# K10 Fresh vs K10 Conic



## DavidBondy (Aug 17, 2010)

I notice that Reiss is selling both of these grinders and I wondered what the difference is between them I (apart from a few hundred quid!)?

K10 Conic £1,254 (inc. VAT)

K10 Fresh £1,590 (inc. VAT)

Then I'd have to add on a further £75.60 for the short hopper plus delivery.

Can a Compak expert please advise?

David


----------



## Mrboots2u (May 10, 2013)

Doser versus on demand?


----------



## 4085 (Nov 23, 2012)

Yep, the Fresh is on demand


----------



## DavidBondy (Aug 17, 2010)

dfk41 said:


> Yep, the Fresh is on demand


Thanks both. Don't know how I missed that!

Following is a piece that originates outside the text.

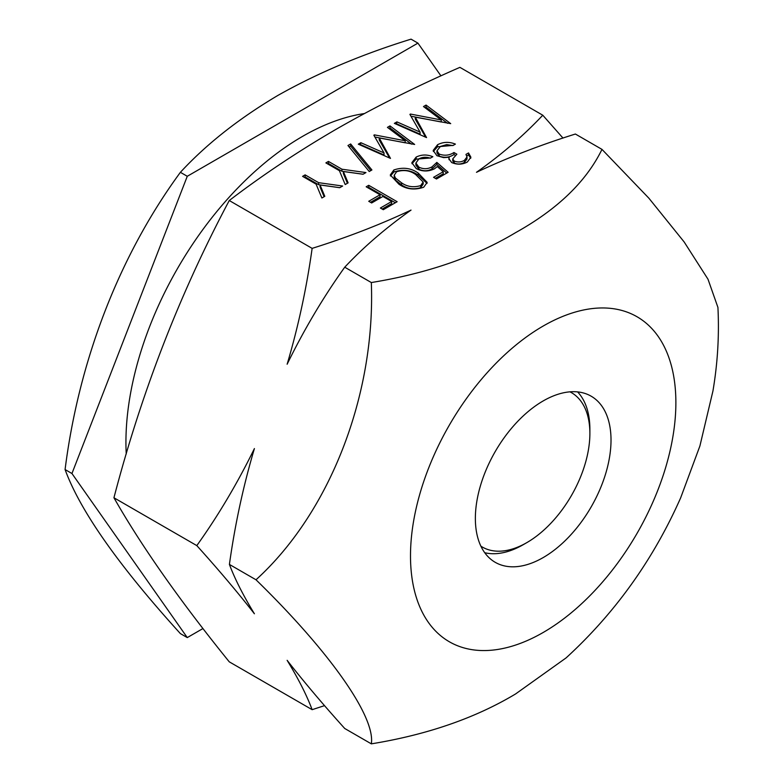 <?xml version="1.0" encoding="UTF-8"?>
<svg xmlns="http://www.w3.org/2000/svg" width="783" height="783" viewBox="0 0 783 783"><rect width="100%" height="100%" fill="white"/><g stroke="black" fill="none" stroke-linecap="round" stroke-linejoin="round"><path stroke-width="1.17" d="M371.328 743.85L344.735 728.493C323.046 704.465 303.843 681.739 287.136 660.333C298.382 678.773 306.721 695.216 312.133 709.672L229.262 661.831C179.894 600.835 141.459 546.143 113.936 497.763C141.459 392.381 179.894 293.302 229.262 200.526C262.276 175.284 297.951 151.501 336.308 129.166C374.9 107.065 416.106 86.463 459.915 67.358L542.776 115.209C523.71 135.498 501.619 154.535 476.485 172.309C507.482 157.706 540.456 144.953 575.388 134.03L601.98 149.387C586.183 181.646 557.379 209.404 515.566 232.659C475.359 256.775 427.283 273.414 371.328 282.546C375.586 395.004 329.897 512.611 256.002 579.782C329.995 651.975 375.595 716.885 371.328 743.85C427.215 734.728 475.291 718.099 515.566 693.963L566.07 657.926C615.047 613.089 653.237 559.728 680.652 497.861L699.904 445.987L712.941 390.991C717.659 363.116 719.323 335.251 717.923 307.406L707.998 279.218L684.146 241.947L648.862 198.177L601.98 149.387M126.229 453.974A249.846 144.248 -60 0 1 302.6 136.359A249.846 144.248 -60 0 1 364.32 113.574M543.187 400.935A95.918 55.378 -60 0 1 591.145 396.188A95.918 55.378 -60 0 1 605.856 473.049A95.918 55.378 -60 0 1 543.187 557.574A95.918 55.378 -60 0 1 495.228 562.321A95.918 55.378 -60 0 1 480.527 485.46A95.918 55.378 -60 0 1 543.187 400.935M543.187 632.478A187.656 108.338 -60 0 1 410.498 555.861A187.656 108.338 -60 0 1 543.187 326.041A187.656 108.338 -60 0 1 675.876 402.648A187.656 108.338 -60 0 1 543.187 632.478M187.274 637.587L180.393 633.613C118.615 565.532 80.169 510.839 65.077 469.546C78.936 360.014 119.476 255.278 180.393 172.319C206.369 144.189 238.864 118.556 277.887 95.428C317.389 73.142 361.775 54.379 411.046 39.15L417.926 43.124L187.274 176.283L71.948 473.519L187.274 637.587L202.963 628.534M366.18 186.785L368.734 185.317L397.138 201.711L383.298 209.707L380.381 208.024L391.676 201.505L382.936 196.455L371.641 202.973L368.734 201.29L380.019 194.771L366.18 186.785M229.262 200.526L312.133 248.368C306.584 288.124 298.254 326.746 287.136 364.222C304.147 329.457 323.35 297.119 344.735 267.199C363.801 246.899 385.902 227.863 411.026 210.098C380.029 224.692 347.065 237.445 312.133 248.368M344.735 267.199L371.328 282.546M398.948 184.25L390.296 174.952L393.829 169.98C402.883 166.936 411.016 167.983 418.249 173.112L427.166 182.41L423.701 187.225C414.589 190.328 406.338 189.339 398.948 184.25M436.836 162.394L448.13 172.28L436.474 179.004L433.557 177.32L443.227 171.741L437.286 166.544L434.487 168.795C428.35 171.761 422.272 171.692 416.253 168.59L411.838 162.707L416.155 157.089C421.489 154.466 427.048 154.339 432.833 156.717L430.278 158.186C426.236 156.786 422.448 157.011 418.915 158.861L415.89 163.07L418.915 167.18C423.388 169.304 427.763 169.187 432.03 166.848L436.836 162.394L436.836 164.44L446.721 173.092M454.238 161.083C457.83 162.433 461.226 162.198 464.407 160.358L466.991 156.992L465.973 154.398L468.528 152.93L470.896 157.217L467.353 162.012C462.283 164.665 457.057 164.841 451.674 162.551L448.865 158.685L449.148 157.256L443.648 157.637L436.904 155.7L433.185 150.434L437.56 144.728C443.168 141.831 449.119 141.615 455.412 144.101L452.868 145.569L446.711 144.591L440.428 146.441L436.963 150.806L439.204 154.085C444.568 155.974 449.481 155.445 453.954 152.509L456.871 154.192L452.731 158.91L454.238 161.083L454.238 163.128C457.83 164.489 461.226 164.244 464.407 162.404L464.407 160.358M305.125 174.873L318.632 182.674L342.641 186.021L339.724 187.705L320.051 184.974L324.798 196.318L321.882 198.011L316.087 184.142L302.581 176.351L305.125 174.873L305.125 176.929L318.632 184.719L318.632 182.674M328.439 161.415L341.946 169.216L365.955 172.563L363.038 174.247L343.355 171.516L348.112 182.86L345.195 184.553L339.391 170.684L325.885 162.893L328.439 161.415L328.439 163.471L341.946 171.262L341.946 169.216M350.657 143.964L371.915 169.96L369.233 171.516L347.965 145.521L350.657 143.964L350.657 146.02L370.78 170.616M405.193 140.764L387.428 127.365L389.993 125.887L414.647 144.454L379.246 137.974L390.482 158.401L358.301 144.18L360.865 142.702L384.022 152.93L373.843 135.205L374.411 134.872L405.193 140.764L405.193 142.809L374.881 137.015M441.25 119.946L423.486 106.547L426.05 105.069L450.705 123.636L415.303 117.156L426.539 137.583L394.358 123.362L396.922 121.884L420.079 132.112L409.901 114.387L410.468 114.054L441.25 119.946L441.25 121.991L410.938 116.197M678.959 501.649L680.652 497.861M113.936 497.763L196.807 545.604C218.496 569.633 237.699 592.359 254.406 613.774C243.161 595.325 234.822 578.882 229.409 564.426C234.959 524.669 243.288 486.047 254.406 448.571C237.386 483.336 218.193 515.684 196.807 545.604M229.409 564.426L256.002 579.782M312.133 709.672L324.534 705.64M562.977 138.062L542.776 115.209M440.937 75.863L417.926 43.124M65.077 469.546L71.948 473.519M180.393 172.319L187.274 176.283M367.951 187.812L368.734 187.362L368.734 185.317M368.734 187.362L395.366 202.738M382.163 209.051L391.676 203.551L391.676 201.505M370.506 202.317L380.019 196.827L380.019 194.771M390.414 175.999L393.829 172.025L393.829 169.98M393.829 172.025C402.883 168.991 411.016 170.038 418.249 175.157L418.249 173.112M418.249 175.157L427.038 183.408M394.201 175.216L394.201 177.271L395.444 180.09L401.513 184.837C407.131 188.83 413.522 189.77 420.696 187.636L423.163 184.083L423.163 182.028L415.714 174.589C410.214 170.498 403.862 169.539 396.658 171.712L394.201 175.216L395.444 178.044L401.513 182.791C407.131 186.785 413.522 187.714 420.696 185.591L423.163 182.028M420.696 187.636L420.696 185.591M401.513 184.837L401.513 182.791M395.444 180.09L395.444 178.044M435.338 178.348L443.227 173.797L443.227 171.741M411.966 163.716L416.155 159.145L416.155 157.089M416.155 159.145L430.679 157.96M415.89 163.07L415.89 165.125L418.915 169.236L418.915 167.18M418.915 169.236C423.388 171.35 427.763 171.242 432.03 168.893L432.03 166.848M432.03 168.893L436.836 164.44M464.407 162.404L466.991 159.047L466.991 156.992M466.805 155.974L468.528 154.975L468.528 152.93M468.528 154.975L470.749 158.244M449.021 159.712L449.148 157.256M433.322 151.471L437.56 146.783L437.56 144.728M437.56 146.783L453.2 145.374M436.963 150.806L436.963 152.861L439.204 156.14L439.204 154.085M439.204 156.14C444.568 158.019 449.481 157.491 453.954 154.554L453.954 152.509M453.954 154.554L455.217 155.288M452.731 158.91L452.731 160.965L454.238 163.128M318.632 184.719L339.783 187.675M324.113 196.719L320.051 187.02L320.051 184.974M304.352 177.369L305.125 176.929M341.946 171.262L363.097 174.218M347.417 183.261L343.355 173.562L343.355 171.516M327.666 163.921L328.439 163.471M349.11 146.91L350.657 146.02M388.965 128.529L389.993 127.932L389.993 125.887M389.993 127.932L411.496 144.131M389.572 157.99L379.246 140.02L379.246 137.974M360.317 145.061L360.865 142.702M360.865 144.747L384.022 154.975L384.022 152.93M374.411 136.203L374.411 134.872M425.022 107.711L426.05 107.114L426.05 105.069M426.05 107.114L447.553 123.313M425.629 137.172L415.303 119.202L415.303 117.156M396.374 124.252L396.922 121.884M396.922 123.929L420.079 134.157L420.079 132.112M410.468 115.385L410.468 114.054M484.726 552.71A94.166 54.37 120 0 0 523.298 544.655A94.166 54.37 120 0 0 523.308 544.655L526.851 542.609A89.145 51.463 120 0 0 589.883 433.43A89.145 51.463 120 0 0 569.965 391.843M480.87 546.152A89.145 51.463 120 0 0 526.851 542.609L523.308 544.655M589.883 433.43L589.883 429.338A94.166 54.37 120 0 0 577.57 391.892"/></g></svg>

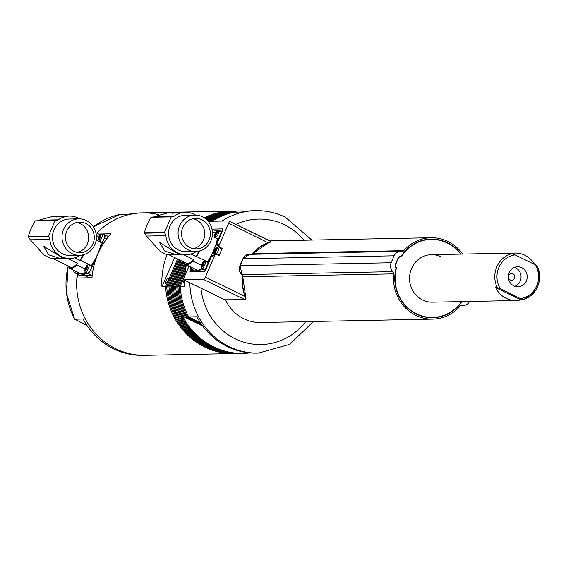 <?xml version="1.0" encoding="UTF-8"?>
<svg xmlns="http://www.w3.org/2000/svg" width="566" height="566" viewBox="0 0 566 566"><rect width="100%" height="100%" fill="white"/><g stroke="black" fill="none" stroke-linecap="round" stroke-linejoin="round"><path stroke-width="0.85" d="M74.783 257.785L79.848 260.254A4.238 1.259 116 0 1 80.16 260.169A4.238 1.259 116 0 1 80.351 260.211A4.238 1.259 116 0 1 80.422 260.254L91.338 265.581A21.763 6.474 -64 0 0 97.649 254.063A84.794 25.229 116 0 1 96.701 256.221L90.418 270.406A3.389 1.012 116 0 1 88.034 273.42L82.7 273.923A84.794 25.229 116 0 1 81.907 273.965A84.794 25.229 116 0 1 81.136 273.951L76.141 273.654A3.389 1.012 116 0 1 76.021 273.626A3.389 1.012 116 0 1 75.766 273.038M62.331 258.556L60.689 258.641L48.655 254.792L43.653 246.288L63.753 258.584L70.12 258.457A21.197 20.008 -91.1 0 1 49.808 239.432L30.331 239.814L44.226 255.245L49.709 257.919L53.416 258.782M63.555 229.435A18.232 17.206 -91.1 0 1 78.844 218.837A18.232 17.206 -91.1 0 1 94.847 244.689A18.232 17.206 -91.1 0 1 79.558 255.287A18.232 17.206 -91.1 0 1 63.555 229.435M79.558 255.287L70.035 255.478A18.232 17.206 -91.1 0 1 54.032 229.619A18.232 17.206 -91.1 0 1 69.314 219.021L78.844 218.837M88.034 273.42L91.529 275.126L86.195 275.628A84.794 25.229 116 0 1 85.395 275.67A84.794 25.229 116 0 1 84.624 275.656L79.636 275.359L76.141 273.654M92.98 243.783A15.261 14.405 -91.1 0 1 80.181 252.655A15.261 14.405 -91.1 0 1 66.781 231.006A15.261 14.405 -91.1 0 1 79.58 222.134A15.261 14.405 -91.1 0 1 92.98 243.783M77.372 252.415A15.261 14.405 88.9 0 0 87.376 243.889A15.261 14.405 88.9 0 0 76.785 222.48M59.862 216.254L52.794 216.396L38.813 220.209L58.291 219.827A21.197 20.008 -91.1 0 1 69.293 216.07L56.14 217.004L61.284 216.29M85.056 268.928L76.764 264.881A4.238 1.259 116 0 1 77.443 263.296A20.348 6.056 -64 0 1 70.623 267.173L53.07 258.612L60.689 258.648M69.293 216.07A21.197 20.008 -91.1 0 1 79.558 218.837M80.33 255.259A21.197 20.008 -91.1 0 1 70.12 258.457M77.443 263.296L67.63 258.506M96.34 235.484L98.93 236.744M101.13 239.05A4.238 1.259 -64 0 0 100.458 242.206M103.755 234.692L104.767 234.756A3.389 1.012 116 0 1 104.894 234.784A3.389 1.012 116 0 1 104.561 237.727L98.569 251.912A84.794 25.229 116 0 1 97.649 254.063A21.763 6.474 -64 0 0 101.279 242.602L96.17 240.111M79.848 260.254A20.348 6.056 -64 0 0 83.294 254.778M58.291 219.827A4.104 3.87 -91.1 0 1 55.235 220.45L48.266 236.56A4.104 3.87 -91.1 0 1 49.808 239.432M37.455 220.79L38.813 220.209M30.331 239.814L28.449 236.949L48.266 236.56M48.16 236.142L28.3 236.531L28.449 236.949M28.3 236.531A21.197 6.311 116 0 1 35.007 221.03L54.874 220.641M76.764 264.881A21.763 6.474 116 0 1 70.007 268.44L80.917 273.767A21.763 6.474 -64 0 0 81.907 273.965A21.763 6.474 -64 0 0 85.579 272.196M70.007 268.44A21.763 6.474 116 0 1 68.564 266.169M100.352 234.876A21.763 6.474 -64 0 0 99.991 234.649L95.887 232.647M83.867 254.622A21.763 6.474 116 0 1 80.422 260.254M99.588 234.451A84.794 25.229 116 0 1 99.779 234.458L100.79 234.515M91.529 275.126A3.389 1.012 -64 0 0 92.308 274.63M108.523 236.623A3.389 1.012 -64 0 0 108.382 236.489A3.389 1.012 -64 0 0 108.262 236.461L104.993 234.862M73.856 270.322A2.788 0.828 -64 0 0 74.16 270.605A2.788 0.828 -64 0 0 74.344 270.555M75.752 271.241A4.238 1.259 116 0 1 74.351 272.296A4.238 1.259 116 0 1 74.16 272.253A4.238 1.259 116 0 1 73.863 271.737A6.785 6.785 0 0 1 73.792 270.286M78.044 272.359A4.238 1.259 116 0 1 76.452 273.371L74.16 272.253M77.266 274.234A71.231 67.227 88.9 0 0 115.874 348.783A71.231 67.227 88.9 0 0 145.264 355.307A71.231 67.227 -91.1 0 1 115.874 348.783A71.231 67.227 -91.1 0 1 76.87 278.04L92.003 277.743A71.231 67.227 88.9 0 1 111.028 233.772L102.22 233.949M177.597 258.987L165.605 286.7A71.231 67.227 88.9 0 0 204.701 347.036A71.231 67.227 88.9 0 0 234.091 353.559A71.231 67.227 88.9 0 0 234.649 353.545M165.605 286.7L161.961 286.771A71.231 67.227 -91.1 0 1 167.076 254.672M231.855 211.125A71.231 67.227 88.9 0 0 231.296 211.132A71.231 67.227 88.9 0 0 204.22 217.754M96.821 233.1A71.231 67.227 -91.1 0 1 142.469 212.873A71.231 67.227 88.9 0 0 96.821 233.1M98.696 234.02L101.675 233.956M167.847 280.736A2.802 0.835 -64 0 0 168.152 278.239A2.802 0.835 -64 0 0 166.001 280.771A2.802 0.835 -64 0 0 165.696 283.269A2.802 0.835 -64 0 0 167.847 280.736M184.134 279.979A2.802 0.835 -64 0 0 183.929 280.425A2.802 0.835 -64 0 0 183.632 282.922A2.802 0.835 -64 0 0 184.523 282.434M189.851 282.767A71.231 67.227 -91.1 0 0 229.074 346.555A71.231 67.227 -91.1 0 0 258.471 353.078L256.787 353.113A71.231 67.227 -91.1 0 1 227.398 346.59A71.231 67.227 -91.1 0 1 196.848 316.769L188.719 316.932A71.231 67.227 -91.1 0 1 180.172 286.41L184.757 275.812M212.13 221.249A71.231 67.227 -91.1 0 1 234.041 212.193L242.17 212.031A71.231 67.227 -91.1 0 1 253.993 210.686L255.676 210.651C266.077 210.481 276.003 212.682 285.448 217.259L311.824 240.083M186.447 264.867A71.231 67.227 88.9 0 0 184.749 275.967M184.537 280.177A71.231 67.227 88.9 0 0 184.657 286.325L180.172 286.41M184.771 262.949L174.569 286.523A71.231 67.227 88.9 0 0 213.665 346.859A71.231 67.227 88.9 0 0 243.062 353.382L241.937 353.403A71.231 67.227 -91.1 0 1 212.547 346.88A71.231 67.227 -91.1 0 1 173.451 286.545L184.021 262.115M174.569 286.523L173.451 286.545M243.062 353.382A71.231 67.227 88.9 0 0 249.917 352.88M241.378 353.417A71.231 67.227 -91.1 0 1 240.819 353.425L239.694 353.453A71.231 67.227 -91.1 0 1 210.304 346.923A71.231 67.227 -91.1 0 1 171.208 286.587L182.181 261.223M240.819 353.425A71.231 67.227 -91.1 0 1 211.422 346.901A71.231 67.227 -91.1 0 1 172.326 286.566L171.208 286.587M181.269 260.777L170.083 286.608A71.231 67.227 88.9 0 0 209.179 346.951A71.231 67.227 88.9 0 0 238.576 353.474L237.451 353.495A71.231 67.227 -91.1 0 1 208.062 346.972A71.231 67.227 -91.1 0 1 168.965 286.629L180.349 260.325M170.083 286.608L168.965 286.629M238.576 353.474A71.231 67.227 88.9 0 0 239.135 353.46M236.892 353.502A71.231 67.227 -91.1 0 1 236.333 353.517L235.215 353.538A71.231 67.227 -91.1 0 1 205.819 347.015A71.231 67.227 -91.1 0 1 166.722 286.679L178.509 259.433M236.333 353.517A71.231 67.227 -91.1 0 1 206.944 346.993A71.231 67.227 -91.1 0 1 167.84 286.658L166.722 286.679M179.429 259.879L167.84 286.658M204.68 218.066A71.231 67.227 -91.1 0 1 232.414 211.111L233.539 211.09A71.231 67.227 -91.1 0 1 234.098 211.076M205.125 218.384A71.231 67.227 -91.1 0 1 233.539 211.09M205.564 218.724A71.231 67.227 -91.1 0 1 234.657 211.061L235.781 211.04A71.231 67.227 88.9 0 0 205.996 219.077M236.34 211.033A71.231 67.227 88.9 0 0 235.781 211.04M183.101 261.669L172.326 286.566M206.42 219.445A71.231 67.227 -91.1 0 1 236.899 211.019L238.017 210.998A71.231 67.227 -91.1 0 1 238.583 210.991M206.831 219.834A71.231 67.227 -91.1 0 1 238.017 210.998M207.241 220.238A71.231 67.227 -91.1 0 1 239.142 210.976L240.26 210.955A71.231 67.227 88.9 0 0 207.637 220.655M247.137 211.189A71.231 67.227 88.9 0 0 240.26 210.955M202.062 325.139L185.358 316.995L184.233 317.017A71.231 67.227 -91.1 0 1 175.686 286.502L185.372 264.124M185.358 316.995A71.231 67.227 -91.1 0 1 176.811 286.481L175.686 286.502M208.019 221.094A71.231 67.227 -91.1 0 1 229.563 212.278L230.992 212.413M208.401 221.554A71.231 67.227 -91.1 0 1 230.68 212.257M209.887 221.292A71.231 67.227 -91.1 0 1 231.798 212.236L233.234 212.363M199.465 321.29A4.238 0.608 -156.6 0 0 199.388 321.354A4.238 0.608 -156.6 0 0 199.855 321.905M184.233 317.017L202.713 326.03M188.719 316.932L200.286 322.57M200.852 323.412L187.601 316.953L186.476 316.974L201.439 324.268M186.214 264.754L176.811 286.481M186.476 316.974A71.231 67.227 -91.1 0 1 177.929 286.46L185.705 268.482M187.601 316.953A71.231 67.227 -91.1 0 1 179.054 286.431L177.929 286.46M211.005 221.271A71.231 67.227 -91.1 0 1 232.923 212.215M185.103 272.451L179.054 286.431M174.611 257.53L161.961 286.771M78.299 274.736L76.87 278.04M99.588 236.56L100.529 235.626A2.038 0.608 -64 0 0 99.588 236.56L100.38 236.942M100.366 236.97L99.574 236.581A2.038 0.608 -64 0 0 99.1 237.479A2.038 0.608 -64 0 0 98.788 239.206M100.217 237.345A2.038 0.608 -64 0 0 100.437 235.527A2.038 0.608 -64 0 0 98.873 237.373A2.038 0.608 -64 0 0 98.654 239.192A2.038 0.608 -64 0 0 100.217 237.345M100.642 234.833A2.788 0.828 -64 0 0 99.913 235.3A2.788 0.828 -64 0 0 98.151 238.916A2.788 0.828 -64 0 0 98.449 239.885A2.788 0.828 -64 0 0 100.465 237.338A2.788 0.828 -64 0 0 100.642 234.833M99.913 235.3A6.785 6.785 0 0 1 101.583 234.006A4.238 1.259 116 0 1 101.979 233.878A4.238 1.259 116 0 1 102.17 233.921A4.238 1.259 116 0 1 101.71 237.706A4.238 1.259 116 0 1 98.986 241.484M98.166 241.088A4.238 1.259 116 0 1 98.159 241.024A6.785 6.785 0 0 1 98.151 238.916M102.17 233.921L104.462 235.039A4.238 1.259 116 0 1 104.002 238.824A4.238 1.259 116 0 1 101.279 242.602M99.206 238.937L99.75 238.236M100.529 236.439L100.564 235.697M99.574 236.581L98.965 239.319M87.334 266.119A2.038 0.608 -64 0 0 86.527 266.855A2.038 0.608 -64 0 0 86.011 267.746A2.038 0.608 -64 0 0 85.593 269.699M87.256 267.216L86.527 266.855L85.692 269.798M87.249 267.237L86.513 266.883L87.419 266.119M86.916 268.072A2.038 0.608 -64 0 0 87.242 266.027A2.038 0.608 -64 0 0 85.784 267.633A2.038 0.608 -64 0 0 85.459 269.685A2.038 0.608 -64 0 0 86.916 268.072M87.553 265.341A2.788 0.828 -64 0 0 86.718 265.801A2.788 0.828 -64 0 0 84.957 269.409A2.788 0.828 -64 0 0 85.148 270.364A2.788 0.828 -64 0 0 87.122 268.157A2.788 0.828 -64 0 0 87.553 265.341M86.718 265.801A6.785 6.785 0 0 1 88.381 264.499A4.238 1.259 116 0 1 88.89 264.386M89.046 264.464A4.238 1.259 116 0 1 88.296 268.687A4.238 1.259 116 0 1 85.282 272.048A4.238 1.259 116 0 1 85.254 272.041A4.238 1.259 116 0 1 84.964 271.524A6.785 6.785 0 0 1 84.957 269.409M91.338 265.581A4.238 1.259 116 0 1 90.588 269.805A4.238 1.259 116 0 1 87.546 273.159L85.254 272.041M85.869 269.558L86.492 268.829M87.306 267.025L87.39 266.345M225.162 299.789L244.972 299.662L245.623 299.386L245.255 296.365L246.019 299.103L242.786 276.816A40.702 38.417 88.9 0 0 245.255 296.365M245.885 299.407L244.972 299.662L245.885 299.407L244.972 299.662L203.519 279.448A2.547 0.757 -64 0 0 205.359 277.121L215.37 253.964A6.544 1.946 116 0 1 212.774 256.15L211.571 256.172L206.144 268.709A3.155 0.941 116 0 1 203.866 271.595L190.417 271.857A3.155 0.941 116 0 1 190.615 269.013L190.898 268.355A3.813 1.132 116 0 1 190.692 268.128M218.752 246.182L218.858 246.925L221.561 248.913L222.162 248.481L218.752 246.182L228.692 223.216A2.547 0.757 -64 0 0 228.961 220.945A2.547 0.757 -64 0 0 228.848 220.924L209.236 221.306A2.547 0.757 -64 0 0 208.557 221.752M189.009 266.119L184.063 277.545A2.547 0.757 -64 0 0 183.794 279.809A2.547 0.757 -64 0 0 183.908 279.837L203.519 279.448M215.299 254.155L219.162 255.407L222.162 248.481M205.359 277.121L245.071 296.485A41.042 38.736 -91.1 0 1 242.559 276.781A2.207 2.08 88.9 0 0 241.859 274.878A7.974 7.521 -91.1 0 1 239.977 265.56L242.977 258.627A7.974 7.521 -91.1 0 1 250.865 254.07A2.207 2.08 88.9 0 0 252.677 253.391A41.042 38.736 -91.1 0 1 268.397 242.581L270.675 241.484L270.647 242.064L268.39 242.899A40.702 38.417 88.9 0 0 252.804 253.632A2.547 2.398 -91.1 0 1 251.849 254.29M218.603 246.833L221.561 248.913M219.162 255.407L218.936 254.99L219.162 255.407M218.653 246.373L218.858 246.925L218.653 246.373A6.544 1.946 116 0 0 217.917 244.257L216.721 244.279A0.849 0.799 88.9 0 0 216.99 245.333L218.547 246.564L216.92 245.297A0.849 0.361 -51.6 0 0 216.99 245.333L218.554 245.573M215.37 253.964L218.936 254.99M270.675 241.484L229.053 221.023M245.623 299.386L246.019 299.103M228.692 223.216L268.397 242.899L270.647 242.064L270.491 241.194L228.961 220.945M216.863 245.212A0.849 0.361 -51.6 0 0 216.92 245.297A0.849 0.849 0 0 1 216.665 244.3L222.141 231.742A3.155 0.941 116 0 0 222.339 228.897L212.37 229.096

K10 Fresh it shall probably be or a K30. Still undecided although I do like to patronise Londinium!!


----------



## 4085 (Nov 23, 2012)

You cannot compare a K10 to a K30! Apart from the obvious flat v conical debate they each produce a very distinctive flavour profile !


----------



## DavidBondy (Aug 17, 2010)

dfk41 said:


> You cannot compare a K10 to a K30! Apart from the obvious flat v conical debate they each produce a very distinctive flavour profile !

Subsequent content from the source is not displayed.